Households Say Goodbye to Some Munis; Total Falls

For the third consecutive quarter, households continued to shed some of the municipal bonds they own, while the total volume of outstanding muni debt also declined slightly compared to the previous three months, according to new data from the Federal Reserve Board.

Holders of Municipal Debt

In addition, the overall volume of municipal debt outstanding in the third quarter dipped 0.4% to $3.73 trillion from $3.75 trillion in the second quarter. It mirrored the total debt outstanding at the end of the third quarter of 2010.

It’s only the fifth quarter that muni volume shrunk, including the third quarter of 2000 and the second quarter of 2010, according to the Fed numbers.

The latest quarterly volume also came in slightly lower than the $3.79 trillion outstanding in the fourth quarter of 2010.

The Fed recently revised — and increased substantially — the total debt outstanding, as well as the debt held by the different categories of investors when compared to the second quarter.

It also reported that there is often a discrepancy between Fed numbers and those from major Wall Street firms due to counting methods. The central bank estimates the total volume outstanding from the perspective of muni debt holders, while the firms calculate volume from the issuer’s perspective.

Originally, the Fed reported $2.89 trillion of outstanding munis at the end of the second quarter. Low new-issue volume and active early redemption of debt contributed to a decline in volume in earlier quarters.

As of Sept. 30, households — the largest muni debt holder — owned 1.3% less than they did in the previous quarter, reducing their ownership to $1.904 trillion from $1.929 trillion, according to the revised data. That’s also down from the $1.917 trillion of muni debt households held at the end of the third quarter of 2010, and substantially lower than the $1.957 trillion held in the fourth quarter of last year.

While still modest, the three-month and 12-month declines indicate that the household sector was vulnerable to the negative press targeting the credit quality and safety of municipals at the start of 2011, noted Judy Wesalo Temel, director of credit research at Samson Capital Advisors in New York.

The headline risk that permeated the muni sector in early 2011 — such as the appearance of Wall Street analyst Meredith Whitney on “60 Minutes,” former House Speaker Newt Gingrich’s proposal for state bankruptcy, and problems with public pensions — “may have triggered households to sell municipal bonds,” Temel said.

Investor sensitivity was high around the same time as the rising attractiveness of other asset classes, particularly equities, and that competed for their attention, Temel said. As a result, many investors had a change of heart where asset allocation was concerned. For example, in July the S&P 500 rose to 1,353 from 1,257 at the start of 2011, while the Dow Jones Industrial Average increased to 12,724 from 11,577 over the same period, she said.

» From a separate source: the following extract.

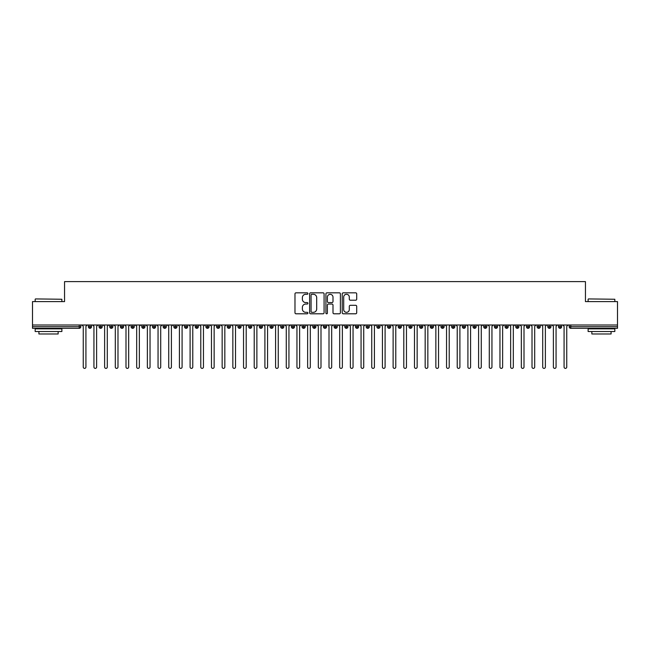 <?xml version="1.0" encoding="UTF-8"?>
<svg xmlns="http://www.w3.org/2000/svg" width="650" height="650" viewBox="0 0 650 650"><rect width="100%" height="100%" fill="white"/><g stroke="black" fill="none" stroke-linecap="round" stroke-linejoin="round"><path stroke-width="0.97" d="M307.905 293.556A0.731 0.731 0 0 0 307.174 292.825L296.026 292.825A1.048 1.048 0 0 0 294.978 293.873L294.978 312.748A1.048 1.048 0 0 0 296.026 313.796L307.174 313.796A0.731 0.731 0 0 0 307.905 313.064A0.731 0.731 0 0 0 307.174 312.333L305.727 312.333A3.356 3.356 0 0 1 302.372 308.969L302.372 307.401A3.356 3.356 0 0 1 305.727 304.046L307.174 304.046A0.731 0.731 0 0 0 307.905 303.306A0.731 0.731 0 0 0 307.174 302.575L305.727 302.575A3.356 3.356 0 0 1 302.372 299.219L302.372 297.643A3.356 3.356 0 0 1 305.727 294.287L307.174 294.287A0.731 0.731 0 0 0 307.905 293.556M355.648 300.219A1.048 1.048 0 0 0 356.704 299.171L356.704 293.873A1.048 1.048 0 0 0 355.648 292.825L343.273 292.825A1.048 1.048 0 0 0 342.225 293.873L342.225 312.748A1.048 1.048 0 0 0 343.273 313.796L355.648 313.796A1.048 1.048 0 0 0 356.704 312.748L356.704 306.353A1.048 1.048 0 0 0 355.648 305.305L350.358 305.305A1.048 1.048 0 0 0 349.302 306.353L349.302 309.522A2.803 2.803 0 0 1 346.499 312.333A2.803 2.803 0 0 1 343.696 309.522L343.696 297.099A2.803 2.803 0 0 1 346.499 294.287A2.803 2.803 0 0 1 349.302 297.099L349.302 299.171A1.048 1.048 0 0 0 350.358 300.219L355.648 300.219M32.5 325L617.5 325L617.5 301.6L585.447 301.6L585.447 281.621L64.553 281.621L64.553 301.6L32.5 301.6L32.5 326.706L79.219 326.706L79.219 325M324.082 293.873A1.048 1.048 0 0 0 323.034 292.825L310.659 292.825A1.048 1.048 0 0 0 309.611 293.873L309.611 312.748A1.048 1.048 0 0 0 310.659 313.796L323.034 313.796A1.048 1.048 0 0 0 324.082 312.748L324.082 293.873M326.966 292.825L339.341 292.825A1.048 1.048 0 0 1 340.389 293.873L340.389 312.748A1.048 1.048 0 0 1 339.341 313.796L334.043 313.796A1.048 1.048 0 0 1 332.995 312.748L332.995 305.094A1.048 1.048 0 0 0 331.947 304.046L328.437 304.046A1.048 1.048 0 0 0 327.389 305.094L327.389 313.064A0.731 0.731 0 0 1 326.649 313.796A0.731 0.731 0 0 1 325.918 313.064L325.918 293.873A1.048 1.048 0 0 1 326.966 292.825M80.819 326.706L79.219 326.706L79.219 328.315A1.601 1.601 0 0 0 80.819 326.706L80.819 325L80.819 326.706A1.601 1.601 0 0 1 79.219 328.315L32.5 328.315L32.5 326.706M617.5 325L617.5 328.315L570.781 328.315A1.601 1.601 0 0 1 569.181 326.706L569.181 325M89.96 325L89.96 328.315A1.601 1.601 0 0 1 88.359 326.706L88.359 325M91.504 325L91.504 326.706A1.601 1.601 0 0 1 89.96 328.315A1.601 1.601 0 0 0 91.504 326.714L88.359 326.706A1.601 1.601 0 0 0 89.96 328.315M100.644 325L100.644 328.315A1.601 1.601 0 0 1 99.044 326.706L99.044 325L99.044 326.706A1.601 1.601 0 0 0 100.644 328.315A1.601 1.601 0 0 0 102.196 326.714L102.196 325M111.329 325L111.329 328.315A1.601 1.601 0 0 1 109.728 326.706L109.728 325L109.728 326.706A1.601 1.601 0 0 0 111.329 328.315A1.601 1.601 0 0 0 112.881 326.714L112.881 325M122.013 325L122.013 328.315A1.601 1.601 0 0 1 120.412 326.706L120.412 325L120.412 326.706A1.601 1.601 0 0 0 122.013 328.315A1.601 1.601 0 0 0 123.565 326.714L123.565 325M132.697 325L132.697 328.315A1.601 1.601 0 0 1 131.097 326.706L131.097 325L131.097 326.706A1.601 1.601 0 0 0 132.697 328.315A1.601 1.601 0 0 0 134.249 326.714L134.249 325M143.382 325L143.382 328.315A1.601 1.601 0 0 1 141.781 326.706L141.781 325L141.781 326.706A1.601 1.601 0 0 0 143.382 328.315A1.601 1.601 0 0 0 144.934 326.714L144.934 325M154.066 325L154.066 328.315A1.601 1.601 0 0 1 152.466 326.706L152.466 325L152.466 326.706A1.601 1.601 0 0 0 154.066 328.315A1.601 1.601 0 0 0 155.618 326.714L155.618 325M164.751 325L164.751 328.315A1.601 1.601 0 0 1 163.15 326.706L163.15 325L163.15 326.706A1.601 1.601 0 0 0 164.751 328.315A1.601 1.601 0 0 0 166.303 326.714L166.303 325M175.435 325L175.435 328.315A1.601 1.601 0 0 1 173.834 326.706L173.834 325L173.834 326.706A1.601 1.601 0 0 0 175.435 328.315A1.601 1.601 0 0 0 176.987 326.714L176.987 325M186.119 325L186.119 328.315A1.601 1.601 0 0 1 184.519 326.706L184.519 325L184.519 326.706A1.601 1.601 0 0 0 186.119 328.315A1.601 1.601 0 0 0 187.671 326.714L187.671 325M196.804 325L196.804 328.315A1.601 1.601 0 0 1 195.203 326.706L195.203 325L195.203 326.706A1.601 1.601 0 0 0 196.804 328.315A1.601 1.601 0 0 0 198.356 326.714L198.356 325M207.496 325L207.496 328.315A1.601 1.601 0 0 1 205.888 326.706L205.888 325L205.888 326.706A1.601 1.601 0 0 0 207.496 328.315A1.601 1.601 0 0 0 209.04 326.714L209.04 325M218.181 325L218.181 328.315A1.601 1.601 0 0 1 216.572 326.706A1.601 1.601 0 0 0 218.181 328.315A1.601 1.601 0 0 1 216.572 326.706L216.572 325M219.724 325L219.724 326.714A1.601 1.601 0 0 1 218.181 328.315A1.601 1.601 0 0 0 219.724 326.714L216.572 326.706M228.865 328.315A1.601 1.601 0 0 1 227.256 326.706L227.256 325L227.256 326.706A1.601 1.601 0 0 0 228.865 328.315A1.601 1.601 0 0 0 230.409 326.714L230.409 325L230.409 326.706A1.601 1.601 0 0 1 228.865 328.315L228.865 326.706L230.409 326.706M239.549 325L239.549 328.315A1.601 1.601 0 0 1 237.941 326.706L237.941 325L237.941 326.706A1.601 1.601 0 0 0 239.549 328.315A1.601 1.601 0 0 0 241.093 326.714L241.093 325M250.234 325L250.234 328.315A1.601 1.601 0 0 1 248.633 326.706L248.633 325L248.633 326.706A1.601 1.601 0 0 0 250.234 328.315A1.601 1.601 0 0 0 251.778 326.714L251.778 325M260.918 325L260.918 326.706L259.317 326.706L259.317 325L259.317 326.706A1.601 1.601 0 0 0 260.918 328.315A1.601 1.601 0 0 0 262.47 326.714L262.47 325L262.47 326.706A1.601 1.601 0 0 1 260.918 328.315A1.601 1.601 0 0 1 259.317 326.706A1.601 1.601 0 0 0 260.918 328.315L260.918 326.706L262.47 326.706M271.602 325L271.602 328.315A1.601 1.601 0 0 1 270.002 326.706L270.002 325L270.002 326.706A1.601 1.601 0 0 0 271.602 328.315A1.601 1.601 0 0 0 273.154 326.714L273.154 325M282.287 325L282.287 328.315A1.601 1.601 0 0 1 280.686 326.706L280.686 325L280.686 326.706A1.601 1.601 0 0 0 282.287 328.315A1.601 1.601 0 0 0 283.839 326.714L283.839 325M292.971 325L292.971 328.315A1.601 1.601 0 0 1 291.371 326.706L291.371 325L291.371 326.706A1.601 1.601 0 0 0 292.971 328.315A1.601 1.601 0 0 0 294.523 326.714L294.523 325M303.656 325L303.656 328.315A1.601 1.601 0 0 1 302.055 326.706L302.055 325M305.207 325L305.207 326.706A1.601 1.601 0 0 1 303.656 328.315A1.601 1.601 0 0 0 305.207 326.714L302.055 326.706A1.601 1.601 0 0 0 303.656 328.315M314.34 328.315A1.601 1.601 0 0 1 312.739 326.706L312.739 325L312.739 326.706A1.601 1.601 0 0 0 314.34 328.315A1.601 1.601 0 0 0 315.892 326.714L315.892 325L315.892 326.706A1.601 1.601 0 0 1 314.34 328.315L314.34 326.706L315.892 326.706M325.024 325L325.024 328.315A1.601 1.601 0 0 1 323.424 326.706L323.424 325M326.576 325L326.576 326.706A1.601 1.601 0 0 1 325.024 328.315A1.601 1.601 0 0 0 326.576 326.714L323.424 326.706A1.601 1.601 0 0 0 325.024 328.315M335.709 325L335.709 328.315A1.601 1.601 0 0 1 334.108 326.706L334.108 325M337.261 325L337.261 326.714L337.261 325M346.393 325L346.393 328.315A1.601 1.601 0 0 1 344.793 326.706A1.601 1.601 0 0 0 346.393 328.315A1.601 1.601 0 0 1 344.793 326.706L344.793 325M347.945 325L347.945 326.714L347.945 325M357.077 325L357.077 328.315A1.601 1.601 0 0 1 355.477 326.706L355.477 325M358.629 325L358.629 326.714L358.629 325M367.77 325L367.77 328.315A1.601 1.601 0 0 1 366.161 326.706L366.161 325M369.314 325L369.314 326.706A1.601 1.601 0 0 1 367.77 328.315A1.601 1.601 0 0 0 369.314 326.714L366.161 326.706A1.601 1.601 0 0 0 367.77 328.315M378.454 325L378.454 328.315A1.601 1.601 0 0 1 376.846 326.706L376.846 325M379.998 325L379.998 326.714L379.998 325M389.139 325L389.139 328.315A1.601 1.601 0 0 1 387.53 326.706L387.53 325M390.683 325L390.683 326.714L390.683 325M399.823 325L399.823 328.315A1.601 1.601 0 0 1 398.223 326.706L398.223 325M401.367 325L401.367 326.714L401.367 325M410.507 325L410.507 328.315A1.601 1.601 0 0 1 408.907 326.706L408.907 325M412.059 325L412.059 326.706A1.601 1.601 0 0 1 410.507 328.315A1.601 1.601 0 0 0 412.059 326.714L408.907 326.706A1.601 1.601 0 0 0 410.507 328.315M421.192 325L421.192 328.315A1.601 1.601 0 0 1 419.591 326.706L419.591 325L419.591 326.706A1.601 1.601 0 0 0 421.192 328.315A1.601 1.601 0 0 0 422.744 326.714L422.744 325M431.876 325L431.876 328.315A1.601 1.601 0 0 1 430.276 326.706L430.276 325M433.428 325L433.428 326.714L433.428 325M442.561 325L442.561 328.315A1.601 1.601 0 0 1 440.96 326.706A1.601 1.601 0 0 0 442.561 328.315A1.601 1.601 0 0 1 440.96 326.706L440.96 325M444.113 325L444.113 326.714L444.113 325M453.245 325L453.245 328.315A1.601 1.601 0 0 1 451.644 326.706L451.644 325L451.644 326.706A1.601 1.601 0 0 0 453.245 328.315A1.601 1.601 0 0 0 454.797 326.714L454.797 325M463.929 325L463.929 328.315A1.601 1.601 0 0 1 462.329 326.706A1.601 1.601 0 0 0 463.929 328.315A1.601 1.601 0 0 1 462.329 326.706L462.329 325M465.481 325L465.481 326.714A1.601 1.601 0 0 1 463.929 328.315A1.601 1.601 0 0 0 465.481 326.714L462.329 326.706M474.614 325L474.614 328.315A1.601 1.601 0 0 1 473.013 326.706L473.013 325L473.013 326.706A1.601 1.601 0 0 0 474.614 328.315A1.601 1.601 0 0 0 476.166 326.714L476.166 325M485.298 325L485.298 328.315A1.601 1.601 0 0 1 483.698 326.706L483.698 325M486.85 325L486.85 326.714L486.85 325M495.983 325L495.983 328.315A1.601 1.601 0 0 1 494.382 326.706A1.601 1.601 0 0 0 495.983 328.315A1.601 1.601 0 0 1 494.382 326.706L494.382 325M497.534 325L497.534 326.714L497.534 325M506.667 325L506.667 328.315A1.601 1.601 0 0 1 505.066 326.706L505.066 325M508.219 325L508.219 326.714L508.219 325M517.359 325L517.359 328.315A1.601 1.601 0 0 1 515.751 326.706L515.751 325M518.903 325L518.903 326.714A1.601 1.601 0 0 1 517.359 328.315A1.601 1.601 0 0 0 518.903 326.714L515.751 326.706A1.601 1.601 0 0 0 517.359 328.315M528.044 325L528.044 328.315A1.601 1.601 0 0 1 526.435 326.706A1.601 1.601 0 0 0 528.044 328.315A1.601 1.601 0 0 1 526.435 326.706L526.435 325M529.587 325L529.587 326.706A1.601 1.601 0 0 1 528.044 328.315A1.601 1.601 0 0 0 529.587 326.714L526.435 326.706M538.728 325L538.728 328.315A1.601 1.601 0 0 1 537.119 326.706A1.601 1.601 0 0 0 538.728 328.315A1.601 1.601 0 0 1 537.119 326.706L537.119 325M540.272 325L540.272 326.714L540.272 325M549.413 325L549.413 328.315A1.601 1.601 0 0 1 547.804 326.706L547.804 325L547.804 326.706A1.601 1.601 0 0 0 549.413 328.315A1.601 1.601 0 0 0 550.956 326.714L550.956 325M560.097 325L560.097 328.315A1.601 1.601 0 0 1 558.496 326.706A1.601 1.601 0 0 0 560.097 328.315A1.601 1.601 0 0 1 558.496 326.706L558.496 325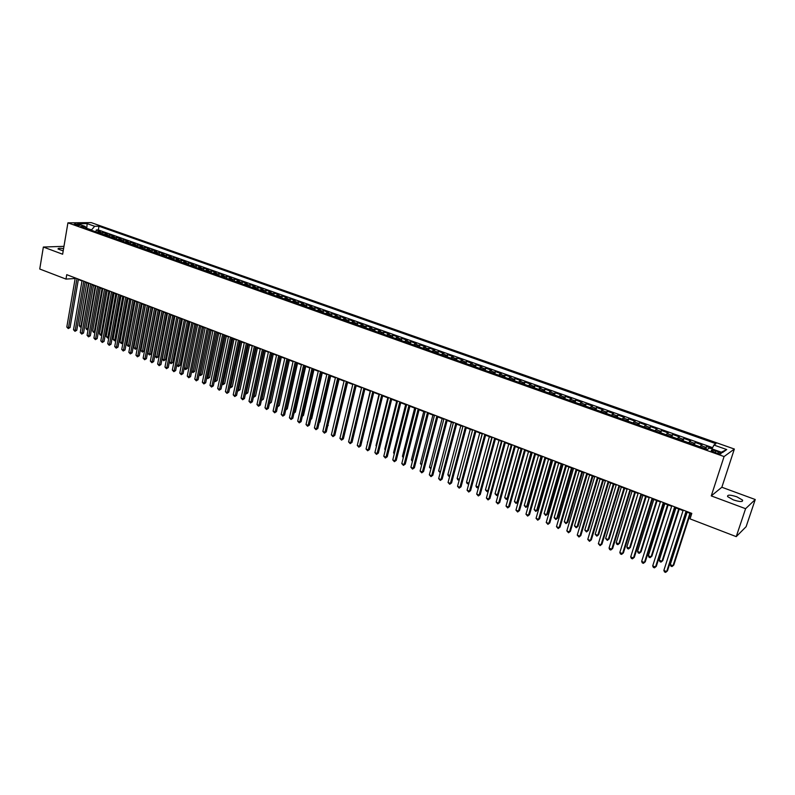 <?xml version="1.0" encoding="UTF-8"?>
<svg xmlns="http://www.w3.org/2000/svg" width="795" height="795" viewBox="0 0 795 795"><rect width="100%" height="100%" fill="white"/><g stroke="black" fill="none" stroke-linecap="round" stroke-linejoin="round"><path stroke-width="1.19" d="M63.58 248.596C59.754 248.04 57.906 248.169 58.035 248.984L63.193 250.902M733.328 499.886C739.986 501.993 743.067 502.052 742.56 500.075L736.816 496.796C730.198 494.709 727.137 494.649 727.614 496.617L733.328 499.886M75.008 224.766C77.92 225.571 79.589 225.72 80.007 225.204L79.083 224.727C76.181 223.922 74.521 223.773 74.094 224.289L75.008 224.766M734.361 449.046L91.196 222.61L67.923 222.839L724.076 456.559L734.361 449.046L721.85 487.246L711.257 495.901L745.591 508.691L755.25 499.528L721.85 487.246M755.25 499.528L746.127 526.668L736.24 536.635L745.591 508.691M712.211 448.499L706.586 446.512L705.831 448.857M700.017 446.79L702.005 444.882L695.168 442.457L694.423 444.803M688.589 442.726L690.636 440.847L683.849 438.442L683.114 440.778M677.27 438.701L679.357 436.843L672.63 434.458L671.904 436.793M666.041 434.706L668.168 432.878L661.5 430.512L660.784 432.838M654.911 430.741L657.077 428.942L650.469 426.597L649.763 428.912M643.87 426.816L646.087 425.047L639.528 422.721L638.822 425.017M632.929 422.92L635.175 421.171L628.676 418.866L627.98 421.161M622.068 419.064L624.363 417.335L617.914 415.05L617.228 417.335M611.305 415.228L613.641 413.529L607.251 411.263L606.565 413.549M600.632 411.432L602.998 409.763L596.667 407.507L595.992 409.783M590.039 407.666L592.454 406.016L586.163 403.79L585.508 406.056M579.545 403.93L581.99 402.3L575.759 400.094L575.103 402.349M569.131 400.223L571.615 398.623L565.424 396.427L564.788 398.683M558.796 396.556L561.32 394.976L555.188 392.79L554.552 395.036M548.55 392.909L551.114 391.349L545.022 389.192L544.396 391.428M538.394 389.292L540.988 387.751L534.946 385.615L534.319 387.841M528.307 385.704L530.941 384.194L524.948 382.067L524.332 384.293M518.31 382.147L520.973 380.656L515.031 378.549L514.425 380.765M508.393 378.619L511.086 377.148L505.193 375.061L504.587 377.267M498.554 375.121L501.277 373.67L495.424 371.593L494.838 373.799M488.786 371.643L491.548 370.212L485.745 368.155L485.159 370.351M479.107 368.194L481.889 366.793L476.135 364.746L475.549 366.932M469.487 364.776L472.309 363.394L466.595 361.367L466.029 363.544M459.957 361.387L462.809 360.026L457.135 358.008L456.569 360.185M450.497 358.018L453.379 356.677L447.754 354.679L447.197 356.846M441.116 354.679L444.017 353.358L438.433 351.38L437.886 353.536M431.794 351.37L434.736 350.058L429.191 348.101L428.654 350.247M422.552 348.081L425.514 346.789L420.018 344.841L419.482 346.988M413.38 344.821L416.371 343.549L410.926 341.611L410.389 343.758M404.287 341.582L407.298 340.33L401.892 338.412L401.366 340.538M395.254 338.372L398.295 337.13L392.929 335.232L392.402 337.358M386.291 335.182L389.361 333.96L384.025 332.072L383.518 334.198M377.396 332.012L380.487 330.819L375.2 328.941L374.693 331.058M368.562 328.872L371.682 327.689L366.435 325.831L365.929 327.938M359.807 325.761L362.947 324.599L357.74 322.74L357.243 324.847M351.112 322.661L354.272 321.518L349.104 319.679L348.608 321.776M342.476 319.59L345.666 318.467L340.528 316.639L340.051 318.725M333.91 316.549L337.12 315.436L332.022 313.628L331.545 315.704M325.403 313.518L328.643 312.425L323.585 310.626L323.108 312.703M316.966 310.517L320.226 309.434L315.198 307.655L314.731 309.722M308.579 307.536L311.869 306.472L306.88 304.704L306.413 306.771M300.262 304.574L303.571 303.531L298.622 301.772L298.165 303.829M292.003 301.643L295.333 300.609L290.423 298.86L289.966 300.917M283.815 298.721L287.154 297.708L282.275 295.978L281.828 298.016M275.676 295.829L279.035 294.826L274.196 293.107L273.758 295.144M267.597 292.958L270.976 291.964L266.166 290.264L265.739 292.292M259.567 290.105L262.976 289.132L258.206 287.432L257.769 289.459M251.608 287.263L255.036 286.309L250.296 284.63L249.869 286.647M243.697 284.451L247.146 283.507L242.435 281.837L242.018 283.855M235.847 281.659L239.315 280.734L234.634 279.075L234.227 281.082M228.056 278.886L231.534 277.972L226.893 276.322L226.486 278.329M220.314 276.133L223.812 275.229L219.201 273.599L218.794 275.597M212.633 273.401L216.141 272.516L211.569 270.886L211.162 272.884M205.001 270.688L208.529 269.813L203.987 268.203L203.59 270.181M197.418 267.985L200.966 267.13L196.454 265.53L196.067 267.508M189.896 265.311L193.453 264.467L188.971 262.877L188.584 264.844M182.423 262.658L186 261.813L181.548 260.243L181.171 262.211M174.999 260.015L178.597 259.19L174.175 257.62L173.797 259.587M167.626 257.391L171.233 256.576L166.851 255.026L166.473 256.984M160.302 254.788L163.929 253.993L159.576 252.442L159.209 254.39M153.037 252.204L156.675 251.419L152.352 249.878L151.984 251.826M145.813 249.63L149.47 248.855L145.167 247.334L144.809 249.272M138.638 247.076L142.315 246.321L138.042 244.8L137.684 246.738M131.523 244.542L135.21 243.797L130.966 242.296L130.609 244.224M124.447 242.028L128.144 241.292L123.931 239.802L123.583 241.72M117.421 239.534L121.128 238.808L116.945 237.317L116.597 239.235M110.435 237.049L114.162 236.334L110.008 234.853L109.66 236.771M103.499 234.575L107.246 233.879L103.112 232.408L102.774 234.316M736.24 536.635L690.03 518.877L691.799 513.391L66.74 274.672L65.985 279.095L75.167 278.488M718.412 451.828L715.818 450.904C712.549 449.91 711.038 449.841 711.287 450.725L716.613 453.1C719.902 454.104 721.413 454.164 721.154 453.289L718.412 451.828L717.875 453.488M86.238 228.433L85.154 226.416L80.712 226.476L707.431 449.423L709.508 448.022L722.436 452.613L726.719 449.553L713.93 445.041L715.927 443.69L98.977 226.227L94.665 226.277L91.554 229.884L86.108 228.195M85.154 226.416L77.622 223.733L87.162 223.633L94.665 226.277M704.608 448.42L706.586 446.512M712.628 447.655L98.322 229.944L96.265 229.984L95.937 231.882M96.612 232.13L100.369 231.434L96.265 229.984M99.365 233.104L103.112 232.408M106.272 235.568L110.008 234.853M113.228 238.033L116.945 237.317M120.224 240.527L123.931 239.802M127.27 243.031L130.966 242.296M134.365 245.556L138.042 244.8M141.51 248.1L145.167 247.334M148.695 250.654L152.352 249.878M155.939 253.227L159.576 252.442M163.223 255.821L166.851 255.026M170.567 258.435L174.175 257.62M177.961 261.068L181.548 260.243M185.404 263.711L188.971 262.877M192.897 266.385L196.454 265.53M200.439 269.068L203.987 268.203M208.042 271.771L211.569 270.886M215.693 274.494L219.201 273.599M223.405 277.236L226.893 276.322M231.166 279.999L234.634 279.075M238.987 282.772L242.435 281.837M246.857 285.574L250.296 284.63M254.788 288.396L258.206 287.432M262.777 291.238L266.166 290.264M270.817 294.1L274.196 293.107M278.926 296.982L282.275 295.978M287.084 299.884L290.423 298.86M295.303 302.816L298.622 301.772M303.581 305.757L306.88 304.704M311.928 308.728L315.198 307.655M320.335 311.72L323.585 310.626M328.802 314.731L332.022 313.628M337.328 317.762L340.528 316.639M345.924 320.822L349.104 319.679M354.58 323.903L357.74 322.74M363.305 327.003L366.435 325.831M372.09 330.124L375.2 328.941M380.944 333.274L384.025 332.072M389.868 336.454L392.929 335.232M398.852 339.654L401.892 338.412M407.915 342.874L410.926 341.611M417.047 346.123L420.018 344.841M426.239 349.393L429.191 348.101M435.511 352.692L438.433 351.38M444.852 356.021L447.754 354.679M454.273 359.37L457.135 358.008M463.763 362.739L466.595 361.367M473.323 366.147L476.135 364.746M482.963 369.576L485.745 368.155M492.681 373.034L495.424 371.593M502.48 376.512L505.193 375.061M512.348 380.03L515.031 378.549M522.305 383.568L524.948 382.067M532.332 387.135L534.946 385.615M542.448 390.733L545.022 389.192M552.644 394.36L555.188 392.79M562.92 398.017L565.424 396.427M573.284 401.704L575.759 400.094M583.729 405.42L586.163 403.79M594.272 409.167L596.667 407.507M604.886 412.953L607.251 411.263M615.598 416.759L617.914 415.05M626.4 420.605L628.676 418.866M637.292 424.48L639.528 422.721M648.273 428.386L650.469 426.597M659.353 432.321L661.5 430.512M670.523 436.296L672.63 434.458M681.792 440.301L683.849 438.442M693.151 444.345L695.168 442.457M63.958 246.341L43.357 247.036L39.75 269.018L65.985 279.095M43.357 247.036L62.636 254.221L67.923 222.839M711.257 495.901L724.076 456.559M78.347 279.552L82.004 280.953M85.164 282.155L88.851 283.567M92.021 284.779L95.758 286.21M98.928 287.422L102.704 288.863M105.884 290.076L109.7 291.536M112.88 292.749L116.746 294.229M119.926 295.442L123.831 296.933M127.021 298.155L130.976 299.665M134.166 300.888L138.161 302.408M141.361 303.63L145.396 305.181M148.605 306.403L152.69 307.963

Households hit a 20-year record high in the fourth quarter of 2010, when they amassed a whopping $1.094 trillion of muni holdings. Other large holders of muni debt increased their ownership in the quarter, but some decreased their holdings over 12 months.

Mutual funds, for instance, held $527.7 billion of munis as of Sept. 30, up 1.5% from $520.1 billion at the end of the second quarter. But overall, their holdings dropped 0.9% over the 12-month period from $532.8 billion at the end of the third quarter of 2010.

Property and casualty companies saw extremely modest increases in muni holdings, but it was growth nonetheless. As of Sept. 30, they held $349.9 billion — up just 0.5% from $348.2 billion in the second quarter. However, like mutual funds, property and casualty holdings declined 1% over 12 months, from $353.5 billion in the third quarter of 2010.

Some, like U.S. chartered commerical banks, saw a noticeable quarterly and yearly increase. Holdings of municipal debt by commercial banks rose 6.5% to $272.8 billion, up from $256.2 billion in the second quarter, and a whopping 20.5% over 12 months to $226.4 billion in 2010’s third quarter.

Life insurance companies, meanwhile, saw a 1.4% rise in ownership to $117.7 billion in the third quarter of 2011, from $116.1 billion in the previous quarter, but a 16.8% rise over 12 months compared to the $100.8 billion they held a year ago as of Sept. 30.

Temel said the increase is attributed to life insurance companies’ purchasing of Build America Bonds starting in 2009, for their characteristics of high quality and long duration. On the other hand, money market funds and broker dealers were among those whose muni holdings decreased quarterly.

Money market funds saw a 4.5% decline in ownership in the third quarter to $292 billion from $305.8 billion in the second quarter, and a 12.3% decline over 12 months from $333 billion a year ago, as of Sept. 30.

Broker-dealers saw a 9.8% drop in holdings to $36.6 billion from $40.6 billion at the end of the second quarter and a 6.6% drop over 12 months to $39.2 billion as of Sept. 30, 2010, according to the Federal Reserve data.